I have been working on several decomp quality metrics to allow us a suite of tools to evaluate different decomps of the same world.
Metrics – All these metrics assume a decomp is readily available.
1. Object Placement Analysis (OPA) - Consider each individual region in the decomp. Attempt to place as many copies of a user defined object into each region as possible. For the purposes of testing this on paper I have been using pennys. Graph the results of this analysis by placing #number of objects placed on the x axis, and number of regions that could only fit that many objects on the y – axis. For this metric we would consider decomps that showed high values for the lower number of objects (lots of regions that can only fit 0-2 of the choosen object) to be bad which large numbers of regions that can fit a high (user defined but probably 10+) number of regions to be good. ie the graph should have a strong right skew. Regions that can fit an insaine number of objects (50+) are probably indicative of regions that might be to large for proper information compartmentalization.
—extension to above — In addition to looking at the above graph it should be possible to determine how much of each region cannot be filled with an object and the amount of “wasted” or “dead” space could be calculated and graphed
2. Co-Existant Point Graph — Consider the listing of vertexs composing the decomposition. It is possible to graph the occurances of and numbers of indentical vertexs. The x-axis would show vertexs sharing a common point(ascending integers) and the y-axis would indicate how many times this occured. For example if x = 2 and y = 10 then that would mean that 2 different vertexes overlaped 10 times in the final decomposition. High numbers in this graph would indicate the existance of problem areas where information compartmentalization might break down due to multiple regions coming together in a point.
3. Decomp Efficency Metric — I devised a simple equation to determine how well a area is decomposed. (Area covered by regions / sum of interior angles of regions)/ (Total Area/ 360) – Assuming the original area is roughly square (thats where the 360 comes from). This metric can be used give a flat numeric score to different decomps of the same map (it does not carry to comparing different maps). Maximizing this score will result in the formation of fewer larger decomp regions.
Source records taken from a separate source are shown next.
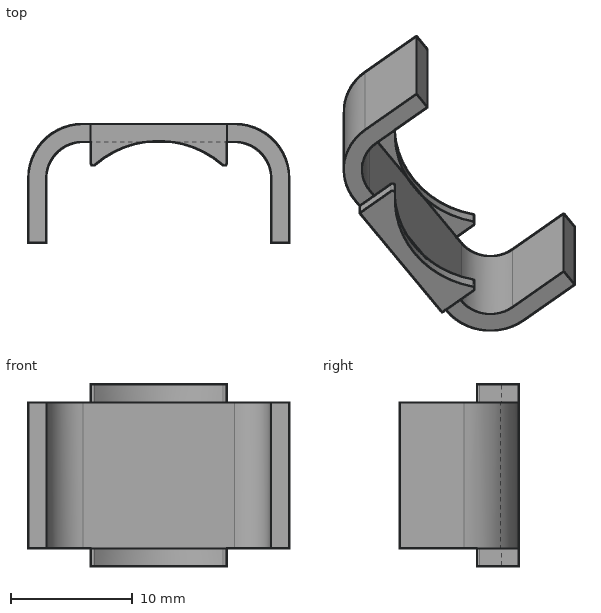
import cadquery as cq

clip_width = 21.5
clip_depth = 9.8
clip_height = 12.0
thickness = 1.5
outer_bend_radius = 4.5
inner_bend_radius = outer_bend_radius - thickness

plate_width = 11.2
plate_thickness = 1.5
plate_web = 1.42
scallop_radius = 8.0
tip_radius = 0.2


def make_clip():
    """Bent strip, made as a rounded block with a rounded channel cut from it."""
    block = (
        cq.Workplane("XY")
        .box(clip_width, clip_depth, clip_height, centered=(True, False, True))
        .translate((0, -clip_depth, 0))
        .edges("|Z and >Y")
        .fillet(outer_bend_radius)
    )
    channel = (
        cq.Workplane("XY")
        .box(clip_width - 2 * thickness, clip_depth, clip_height, centered=(True, False, True))
        .translate((0, -clip_depth - thickness, 0))
        .edges("|Z and >Y")
        .fillet(inner_bend_radius)
    )
    return block.cut(channel)


def make_plate(base_z):
    """Plate with a scalloped front edge and rounded tips, standing on base_z."""
    half_width = plate_width / 2
    scallop_center_y = -plate_web - scallop_radius
    tip_y = scallop_center_y + (scallop_radius**2 - half_width**2) ** 0.5
    return (
        cq.Workplane("XY", origin=(0, 0, base_z))
        .moveTo(-half_width, 0)
        .lineTo(half_width, 0)
        .lineTo(half_width, tip_y)
        .threePointArc((0, -plate_web), (-half_width, tip_y))
        .close()
        .extrude(plate_thickness)
        .edges("|Z and <Y")
        .fillet(tip_radius)
    )


top_plate = make_plate(clip_height / 2)
bottom_plate = make_plate(-clip_height / 2 - plate_thickness)

result = make_clip().union(top_plate).union(bottom_plate)

4. Region Homogenaty Analysis — By finding the maximum size of a region in two perpendicular directions it is possible to get a feel for the regions compactness (squareness). The quotent of these two value for each region can then be used to generate a box and whisker plot (with outliers included) to visually see how compact and normal shaped the decomposition is. Good tight decompositions will generate data with a low standard deviation and few outliers. Poor decompositions will generate data that has a high standard deviation and many outliers.
5. Coverage %
6. Number of Regions
7. Connectivity Distribution Graph (x – Number of connections, y – Regions with that number of connections)
8. Distribution of Mininum Angles per polygon
Finally the existing techinques of completeness of the navigation graph, minimum interior angles, and number of regions can be used for decomposition quality metrics as well.